I would say so. I simply can't wrap my head around it. Especially because you say its NOT for religious reasons (even that is a cop out unless you're a virgin saving yourself for marriage). To me, the reason you become exclusive is you don't want someone else's sloppy seconds. Bottom line. You can "get to know" more than one person if that's all your doing atm.

Honestly, I'd tell her if she wants to continue to have meals together or whatever PG-13 related stuff you do with her then fine but you plan on being available to explore other options as they become available. Maybe this new girl isn't so inhibited and actually enjoys getting her freak on. This current girl has eventual sexless relationship written all over her.

There's really no reason to be in a committed relationship without sex. Sounds like she's getting all her emotional needs met and you're the chump whose physical needs she can neglect. If it were me, I'd get out of this exclusivity contract until there is a REAL reason to be in one (ie not wanting sharing sex partners). You can always revisit it later.


----------



## RandomDude (Dec 18, 2010)

So what am I supposed to do at this point? Tell my current girl, "errr, yeah, I don't think we should be exclusive yet, its too early to make such a commitment", then chase after the new girl and go "errr, yeah not committed to anyone anymore, lets hang out" ? Might lose current girl and get nothing from new girl...

Then back to celibacy for another few years until someone else turns up!

Probability dictates meeting 2 great women within 2 months of each other means chances are that's my luck already over-reaching here hence won't be able to meet anyone else who's decent for next few years.


----------



## SimplyAmorous (Nov 25, 2009)

RandomDude said:


> So what am I supposed to do at this point?
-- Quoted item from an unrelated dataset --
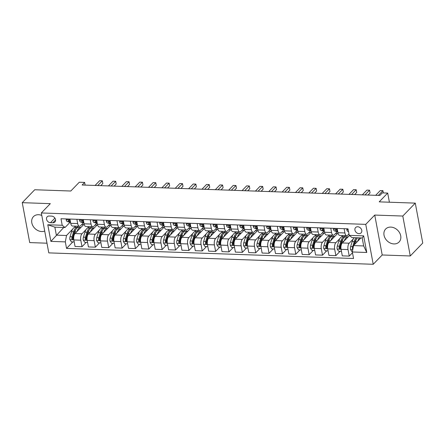 <?xml version="1.0" encoding="UTF-8"?>
<svg xmlns="http://www.w3.org/2000/svg" width="445" height="445" viewBox="0 0 445 445"><rect width="100%" height="100%" fill="white"/><g stroke="black" fill="none" stroke-linecap="round" stroke-linejoin="round"><path stroke-width="0.67" d="M390.793 227.095A9.334 7.465 -136 0 0 385.654 229.025A9.334 7.465 -136 0 0 385.136 238.225A9.334 7.465 -136 0 0 393.947 243.927A9.334 7.465 -136 0 0 399.087 241.997A9.334 7.465 -136 0 0 399.604 232.791A9.334 7.465 -136 0 0 390.793 227.095M41.786 215.424A9.334 7.465 -136 0 0 38.576 214.713A9.334 7.465 -136 0 0 33.436 216.643A9.334 7.465 -136 0 0 32.913 225.843A9.334 7.465 -136 0 0 41.724 231.545A9.334 7.465 -136 0 0 44.711 231.05M357.708 226.761A3.833 3.065 -136 0 0 355.599 227.551A3.833 3.065 -136 0 0 355.383 231.328A3.833 3.065 -136 0 0 358.998 233.664A3.833 3.065 -136 0 0 361.106 232.874A3.833 3.065 -136 0 0 361.323 229.097A3.833 3.065 -136 0 0 357.708 226.761M410.268 255.97L422.75 243.048L415.28 203.126L402.797 216.047L374.74 215.063L365.751 224.363L373.227 264.286L382.211 254.979L410.268 255.97L402.797 216.047M365.751 224.363L41.324 212.96L48.794 252.882L373.227 264.286M41.324 212.96L50.313 203.654L22.25 202.67L29.72 242.592L46.981 243.198M22.25 202.67L34.732 189.748L70.805 191.016L79.293 182.228L84.639 182.417L82.141 185.003L379.846 195.466L382.344 192.885L387.69 193.069L379.201 201.858L415.28 203.126M50.48 222.711L52.827 222.795A3.71 2.965 -136 0 0 54.874 222.027A3.71 2.965 -136 0 0 55.08 218.373A3.71 2.965 -136 0 0 51.575 216.109L49.228 216.025A3.71 2.965 -136 0 0 47.181 216.793A3.71 2.965 -136 0 0 46.975 220.447A3.71 2.965 -136 0 0 50.48 222.711L54.924 218.111M65.32 241.885L50.891 241.379L47.782 224.764L62.211 225.27L65.014 227.517L54.863 227.161L56.354 235.144L66.511 235.505L65.32 241.885L66.544 248.416L353.558 258.501L352.334 251.976L353.525 245.59L363.682 245.946L362.185 237.964L352.034 237.608L349.225 235.361L363.66 235.867L366.769 252.482L352.334 251.976M349.225 235.361L348.007 228.83L60.993 218.745L62.211 225.27M389.397 202.214L387.69 193.069M85.14 185.109L84.639 182.417M63.763 227.473L50.891 241.379M65.014 227.517L70.015 222.344M344.113 228.697L344.908 232.963A4.789 2.147 92 0 0 346.738 235.678A4.789 2.147 92 0 0 347.717 235.21L348.941 233.942M330.752 228.224L331.547 232.496A4.789 2.147 92 0 0 333.377 235.21A4.789 2.147 92 0 0 334.351 234.743L337.254 231.739M317.385 227.757L318.186 232.023A4.789 2.147 92 0 0 320.016 234.743A4.789 2.147 92 0 0 320.99 234.27L323.893 231.267M304.024 227.284L304.825 231.556A4.789 2.147 92 0 0 306.655 234.27A4.789 2.147 92 0 0 307.628 233.803L310.532 230.799M290.663 226.816L291.464 231.083A4.789 2.147 92 0 0 293.288 233.803A4.789 2.147 92 0 0 294.267 233.33L297.165 230.326M277.302 226.344L278.103 230.616A4.789 2.147 92 0 0 279.927 233.33A4.789 2.147 92 0 0 280.906 232.863L283.804 229.859M263.941 225.876L264.736 230.143A4.789 2.147 92 0 0 266.566 232.863A4.789 2.147 92 0 0 267.545 232.39L270.443 229.392M250.58 225.409L251.375 229.676A4.789 2.147 92 0 0 253.205 232.39A4.789 2.147 92 0 0 254.178 231.923L257.082 228.919M237.218 224.936L238.014 229.203A4.789 2.147 92 0 0 239.844 231.923A4.789 2.147 92 0 0 240.817 231.456L243.721 228.452M223.852 224.469L224.653 228.736A4.789 2.147 92 0 0 226.483 231.456A4.789 2.147 92 0 0 227.456 230.983L230.36 227.979M210.491 223.996L211.292 228.268A4.789 2.147 92 0 0 213.122 230.983A4.789 2.147 92 0 0 214.095 230.516L216.999 227.512M197.129 223.529L197.93 227.796A4.789 2.147 92 0 0 199.755 230.516A4.789 2.147 92 0 0 200.734 230.043L203.632 227.039M183.768 223.056L184.564 227.328A4.789 2.147 92 0 0 186.394 230.043A4.789 2.147 92 0 0 187.373 229.576L190.271 226.572M170.407 222.589L171.203 226.855A4.789 2.147 92 0 0 173.033 229.576A4.789 2.147 92 0 0 174.012 229.103L176.91 226.099M157.046 222.122L157.841 226.388A4.789 2.147 92 0 0 159.672 229.103A4.789 2.147 92 0 0 160.645 228.635L163.549 225.632M143.679 221.649L144.48 225.915A4.789 2.147 92 0 0 146.31 228.635A4.789 2.147 92 0 0 147.284 228.168L150.188 225.164M130.318 221.182L131.119 225.448A4.789 2.147 92 0 0 132.949 228.163A4.789 2.147 92 0 0 133.923 227.695L136.826 224.692M116.957 220.709L117.758 224.981A4.789 2.147 92 0 0 119.583 227.695A4.789 2.147 92 0 0 120.562 227.228L123.46 224.224M103.596 220.242L104.397 224.508A4.789 2.147 92 0 0 106.222 227.228A4.789 2.147 92 0 0 107.201 226.755L110.099 223.752M90.235 219.769L91.03 224.041A4.789 2.147 92 0 0 92.86 226.755A4.789 2.147 92 0 0 93.839 226.288L96.737 223.284M76.874 219.302L77.669 223.568A4.789 2.147 92 0 0 79.499 226.288A4.789 2.147 92 0 0 80.473 225.815L83.376 222.812M75.544 226.149L74.204 227.54M72.668 229.125L66.511 235.505M81.702 224.547L83.654 224.614L75.021 233.558A4.789 2.147 92 0 0 73.831 239.938L75.055 246.469L82.002 246.714L86.202 242.364M88.905 226.616L87.565 228.012M86.03 229.598L81.969 233.803A4.789 2.147 92 0 0 80.779 240.183L82.002 246.714M95.063 225.014L97.021 225.087L88.383 234.026A4.789 2.147 92 0 0 87.192 240.411L88.416 246.936L95.364 247.181L99.563 242.831M102.272 227.089L100.926 228.48M99.391 230.065L95.33 234.27A4.789 2.147 92 0 0 94.14 240.656L95.364 247.181M108.424 225.487L110.382 225.554L101.744 234.498A4.789 2.147 92 0 0 100.553 240.879L101.777 247.409L108.725 247.654L112.924 243.304M115.633 227.556L114.287 228.947M112.752 230.538L108.691 234.743A4.789 2.147 92 0 0 107.506 241.123L108.725 247.654M121.791 225.954L123.743 226.027L115.105 234.966A4.789 2.147 92 0 0 113.92 241.351L115.138 247.876L122.086 248.121L126.285 243.771M128.994 228.024L127.648 229.42M126.113 231.005L122.058 235.21A4.789 2.147 92 0 0 120.868 241.596L122.086 248.121M135.152 226.427L137.105 226.494L128.472 235.438A4.789 2.147 92 0 0 127.281 241.819L128.499 248.349L135.452 248.588L139.652 244.244M142.356 228.496L141.009 229.887M139.48 231.478L135.419 235.678A4.789 2.147 92 0 0 134.229 242.063L135.452 248.588M148.513 226.894L150.466 226.961L141.833 235.906A4.789 2.147 92 0 0 140.642 242.291L141.866 248.816L148.814 249.061L153.013 244.711M155.717 228.964L154.37 230.36M152.841 231.945L148.78 236.15A4.789 2.147 92 0 0 147.59 242.531L148.814 249.061M161.874 227.367L163.827 227.434L155.194 236.373A4.789 2.147 92 0 0 154.003 242.759L155.227 249.283L162.175 249.528L166.374 245.178M169.078 229.436L167.737 230.827M166.202 232.418L162.141 236.618A4.789 2.147 92 0 0 160.951 243.003L162.175 249.528M175.235 227.834L177.193 227.901L168.555 236.846A4.789 2.147 92 0 0 167.364 243.226L168.588 249.756L175.536 250.001L179.736 245.651M182.444 229.904L181.098 231.3M179.563 232.885L175.502 237.09A4.789 2.147 92 0 0 174.312 243.471L175.536 250.001M188.597 228.302L190.555 228.374L181.916 237.313A4.789 2.147 92 0 0 180.726 243.699L181.949 250.224L188.897 250.468L193.097 246.118M195.806 230.377L194.459 231.767M192.924 233.352L188.864 237.558A4.789 2.147 92 0 0 187.679 243.943L188.897 250.468M201.958 228.774L203.916 228.841L195.277 237.786A4.789 2.147 92 0 0 194.092 244.166L195.311 250.696L202.258 250.941L206.458 246.591M209.167 230.844L207.821 232.234M206.285 233.825L202.225 238.031A4.789 2.147 92 0 0 201.04 244.411L202.258 250.941M215.324 229.242L217.277 229.314L208.638 238.253A4.789 2.147 92 0 0 207.453 244.639L208.672 251.164L215.619 251.408L219.824 247.058M222.528 231.317L221.182 232.707M219.652 234.292L215.591 238.498A4.789 2.147 92 0 0 214.401 244.884L215.619 251.408M228.686 229.715L230.638 229.781L222.005 238.726A4.789 2.147 92 0 0 220.815 245.106L222.033 251.636L228.986 251.881L233.186 247.531M235.889 231.784L234.543 233.174M233.013 234.765L228.953 238.971A4.789 2.147 92 0 0 227.762 245.351L228.986 251.881M242.047 230.182L243.999 230.254L235.366 239.193A4.789 2.147 92 0 0 234.176 245.579L235.399 252.104L242.347 252.348L246.547 247.999M249.25 232.251L247.91 233.647M246.374 235.233L242.314 239.438A4.789 2.147 92 0 0 241.123 245.818L242.347 252.348M255.408 230.655L257.36 230.721L248.727 239.66A4.789 2.147 92 0 0 247.537 246.046L248.761 252.576L255.708 252.816L259.908 248.471M262.611 232.724L261.271 234.115M259.735 235.705L255.675 239.905A4.789 2.147 92 0 0 254.484 246.291L255.708 252.816M268.769 231.122L270.727 231.189L262.088 240.133A4.789 2.147 92 0 0 260.898 246.513L262.122 253.044L269.069 253.288L273.269 248.939M275.978 233.191L274.632 234.587M273.096 236.173L269.036 240.378A4.789 2.147 92 0 0 267.846 246.758L269.069 253.288M282.13 231.595L284.088 231.661L275.449 240.6A4.789 2.147 92 0 0 274.259 246.986L275.483 253.511L282.43 253.756L286.63 249.406M289.339 233.664L287.993 235.055M286.458 236.64L282.397 240.845A4.789 2.147 92 0 0 281.212 247.231L282.43 253.756M295.497 232.062L297.449 232.129L288.811 241.073A4.789 2.147 92 0 0 287.626 247.453L288.844 253.984L295.791 254.229L299.991 249.879M302.7 234.131L301.354 235.522M299.819 237.113L295.764 241.318A4.789 2.147 92 0 0 294.573 247.698L295.791 254.229M308.858 232.529L310.81 232.602L302.177 241.54A4.789 2.147 92 0 0 300.987 247.926L302.205 254.451L309.158 254.696L313.358 250.346M316.061 234.604L314.715 235.995M313.185 237.58L309.125 241.785A4.789 2.147 92 0 0 307.934 248.171L309.158 254.696M322.219 233.002L324.171 233.069L315.538 242.013A4.789 2.147 92 0 0 314.348 248.393L315.572 254.924L322.519 255.169L326.719 250.819M329.422 235.071L328.076 236.462M326.547 238.053L322.486 242.258A4.789 2.147 92 0 0 321.296 248.638L322.519 255.169M335.58 233.469L337.532 233.542L328.899 242.481A4.789 2.147 92 0 0 327.709 248.866L328.933 255.391L335.88 255.636L340.08 251.286M342.784 235.538L341.443 236.935M339.908 238.52L335.847 242.725A4.789 2.147 92 0 0 334.657 249.111L335.88 255.636M349.431 235.522L342.261 242.953A4.789 2.147 92 0 0 341.07 249.334L342.294 255.864L349.242 256.103L352.484 252.749M353.269 238.993L349.208 243.192A4.789 2.147 92 0 0 348.018 249.578L349.242 256.103M360.934 237.919L353.525 245.59M69.926 219.057L70.722 223.323A4.789 2.147 92 0 0 72.552 226.043L79.499 226.288M66.544 248.416L72.841 241.891M77.814 227.428L77.586 226.221M83.287 219.524L84.083 223.796A4.789 2.147 92 0 0 85.913 226.511L92.86 226.755M91.175 227.901L90.947 226.689M104.536 228.368L104.308 227.156M96.648 219.997L97.444 224.263A4.789 2.147 92 0 0 99.274 226.983L106.222 227.228M117.897 228.841L117.669 227.629M110.01 220.464L110.811 224.736A4.789 2.147 92 0 0 112.635 227.451L119.583 227.695M131.258 229.309L131.036 228.096M123.371 220.937L124.172 225.203A4.789 2.147 92 0 0 126.002 227.923L132.949 228.163M144.625 229.781L144.397 228.569M136.732 221.404L137.533 225.671A4.789 2.147 92 0 0 139.363 228.391L146.31 228.635M157.986 230.249L157.758 229.036M150.093 221.877L150.894 226.143A4.789 2.147 92 0 0 152.724 228.858L159.672 229.103M171.347 230.716L171.119 229.509M163.46 222.344L164.255 226.611A4.789 2.147 92 0 0 166.085 229.331L173.033 229.576M184.708 231.189L184.48 229.976M176.821 222.812L177.616 227.084A4.789 2.147 92 0 0 179.446 229.798L186.394 230.043M198.07 231.656L197.841 230.449M190.182 223.284L190.983 227.551A4.789 2.147 92 0 0 192.807 230.271L199.755 230.516M211.431 232.129L211.208 230.916M203.543 223.752L204.344 228.024A4.789 2.147 92 0 0 206.168 230.738L213.122 230.983M224.792 232.596L224.569 231.383M216.904 224.224L217.705 228.491A4.789 2.147 92 0 0 219.535 231.211L226.483 231.456M238.158 233.069L237.93 231.856M230.265 224.692L231.066 228.964A4.789 2.147 92 0 0 232.896 231.678L239.844 231.923M251.52 233.536L251.292 232.323M243.632 225.164L244.427 229.431A4.789 2.147 92 0 0 246.257 232.145L253.205 232.39M264.881 234.003L264.653 232.796M256.993 225.632L257.788 229.898A4.789 2.147 92 0 0 259.619 232.618L266.566 232.863M278.242 234.476L278.014 233.263M270.354 226.105L271.15 230.371A4.789 2.147 92 0 0 272.98 233.085L279.927 233.33M291.603 234.943L291.375 233.736M283.715 226.572L284.516 230.838A4.789 2.147 92 0 0 286.341 233.558L293.288 233.803M304.964 235.416L304.742 234.204M297.076 227.039L297.877 231.311A4.789 2.147 92 0 0 299.707 234.026L306.655 234.27M318.331 235.883L318.103 234.671M310.438 227.512L311.239 231.778A4.789 2.147 92 0 0 313.069 234.498L320.016 234.743M331.692 236.356L331.464 235.144M323.799 227.979L324.6 232.251A4.789 2.147 92 0 0 326.43 234.966L333.377 235.21M345.053 236.823L344.825 235.611M337.165 228.452L337.961 232.718A4.789 2.147 92 0 0 339.791 235.438L346.738 235.678M54.863 227.161L47.782 224.764M363.66 235.867L362.185 237.964M366.769 252.482L363.682 245.946M374.74 215.063L382.211 254.979M66.455 218.934L66.188 219.797A3.171 1.424 92 0 0 67.223 221.51L69.804 222.294A9.156 4.111 92 0 0 70.282 222.372L70.544 222.383M100.754 185.654L102.828 183.507L102.322 180.809L97.744 185.548M102.322 180.809L99.652 180.715L95.074 185.459M70.393 221.571A3.171 1.424 -88 0 1 69.715 220.653C69.053 219.897 68.625 219.88 68.43 220.609A3.171 1.424 92 0 0 69.253 221.582L70.466 221.949M68.508 220.186L68.43 220.609L68.969 220.053M77.035 231.472A9.156 4.111 -88 0 1 80.612 227.456A9.156 4.111 -88 0 1 80.884 227.484M74.204 241.941L71.378 241.841L69.904 239.644A3.171 1.424 -88 0 1 70.065 236.69L71.562 231.689A9.156 4.111 -88 0 1 75.272 227.267L77.302 227.339A9.156 4.111 92 0 0 73.592 231.756L72.096 236.762A3.171 1.424 92 0 0 71.845 238.843L72.618 239.571L73.125 238.887A3.171 1.424 -88 0 1 73.375 236.807L74.877 231.806A9.156 4.111 -88 0 1 78.581 227.384L80.612 227.456M77.936 227.473A9.156 4.111 92 0 0 77.302 227.339M71.845 238.843L72.563 238.103A1.613 0.723 -88 0 1 72.668 237.569L74.17 232.563A7.598 3.41 -88 0 1 75.817 229.52M79.822 219.407L79.549 220.264A3.171 1.424 92 0 0 80.584 221.983L83.165 222.761A9.156 4.111 92 0 0 83.649 222.845L83.91 222.85M114.115 186.127L116.189 183.974L115.689 181.282L111.105 186.021M115.689 181.282L113.013 181.187L108.435 185.927M83.755 222.038A3.171 1.424 -88 0 1 83.076 221.126C82.414 220.364 81.986 220.347 81.797 221.082A3.171 1.424 92 0 0 82.614 222.055L83.827 222.422M81.869 220.653L81.797 221.082L82.331 220.525M93.183 219.874L92.91 220.731A3.171 1.424 92 0 0 93.945 222.45L96.526 223.234A9.156 4.111 92 0 0 97.01 223.312L97.271 223.323M127.476 186.594L129.551 184.447L129.05 181.749L124.466 186.488M129.05 181.749L126.374 181.655L121.797 186.394M97.116 222.506A3.171 1.424 -88 0 1 96.437 221.593C95.775 220.831 95.347 220.82 95.158 221.549A3.171 1.424 92 0 0 95.975 222.522L97.188 222.889M95.23 221.126L95.158 221.549L95.697 220.993M106.544 220.342L106.272 221.204A3.171 1.424 92 0 0 107.306 222.923L109.887 223.702A9.156 4.111 92 0 0 110.371 223.785L110.633 223.791M140.837 187.067L142.917 184.914L142.411 182.216L137.833 186.961M142.411 182.216L139.736 182.127L135.158 186.867M110.482 222.978A3.171 1.424 -88 0 1 109.798 222.066C109.136 221.304 108.708 221.287 108.519 222.022A3.171 1.424 92 0 0 109.337 222.995L110.549 223.357M108.591 221.593L108.519 222.022L109.058 221.46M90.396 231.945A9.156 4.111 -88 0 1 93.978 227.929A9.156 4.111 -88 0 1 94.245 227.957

Tell my current girl, "errr, yeah, I don't think we should be exclusive yet, its too early to make such a commitment", then chase after the new girl and go "errr, yeah not committed to anyone anymore, lets hang out" ? Might lose current girl and get nothing from new girl...
> 
> Then back to celibacy for another few years until someone else turns up!
> 
> Probability dictates meeting 2 great women within 2 months of each other means chances are that's my luck already over-reaching here hence won't be able to meet anyone else who's decent for next few years.


I'm going to tell you to be damn honest about your frustration here.. Personally as a good girl back then and wanting to wait.. I'd be awfully helpful to getting him off so he knew I wasn't a prude.. I loved being touched too. I just had a line drawn in the sand about "going all the way"... 

I realize others think this is asinine for a woman to do.. but why the hell should every horny Joe who comes along get a piece of a$$ if some of us feel that is very very very special.. 

I can't relate fully to your new woman.. as I was more on the christian side of things.... but I was also very horny myself...you gotta have some fun or having a BF would be utter torture ! 

Be real with her.. what can you loose.. I do give you some credit for holding out this long.. with a woman LIKE THIS.. I'm a little impressed.. though I am wondering what in the world is SHE is thinking with your history of F*** buddies.. 

I'd never trust you to hold out..


----------



## RandomDude (Dec 18, 2010)

I have been celibate for a year, probably why she reckons I can hold out. I'm also tired of my FWB lifestyle.

Anyway I haven't been holding out that long, only over a month.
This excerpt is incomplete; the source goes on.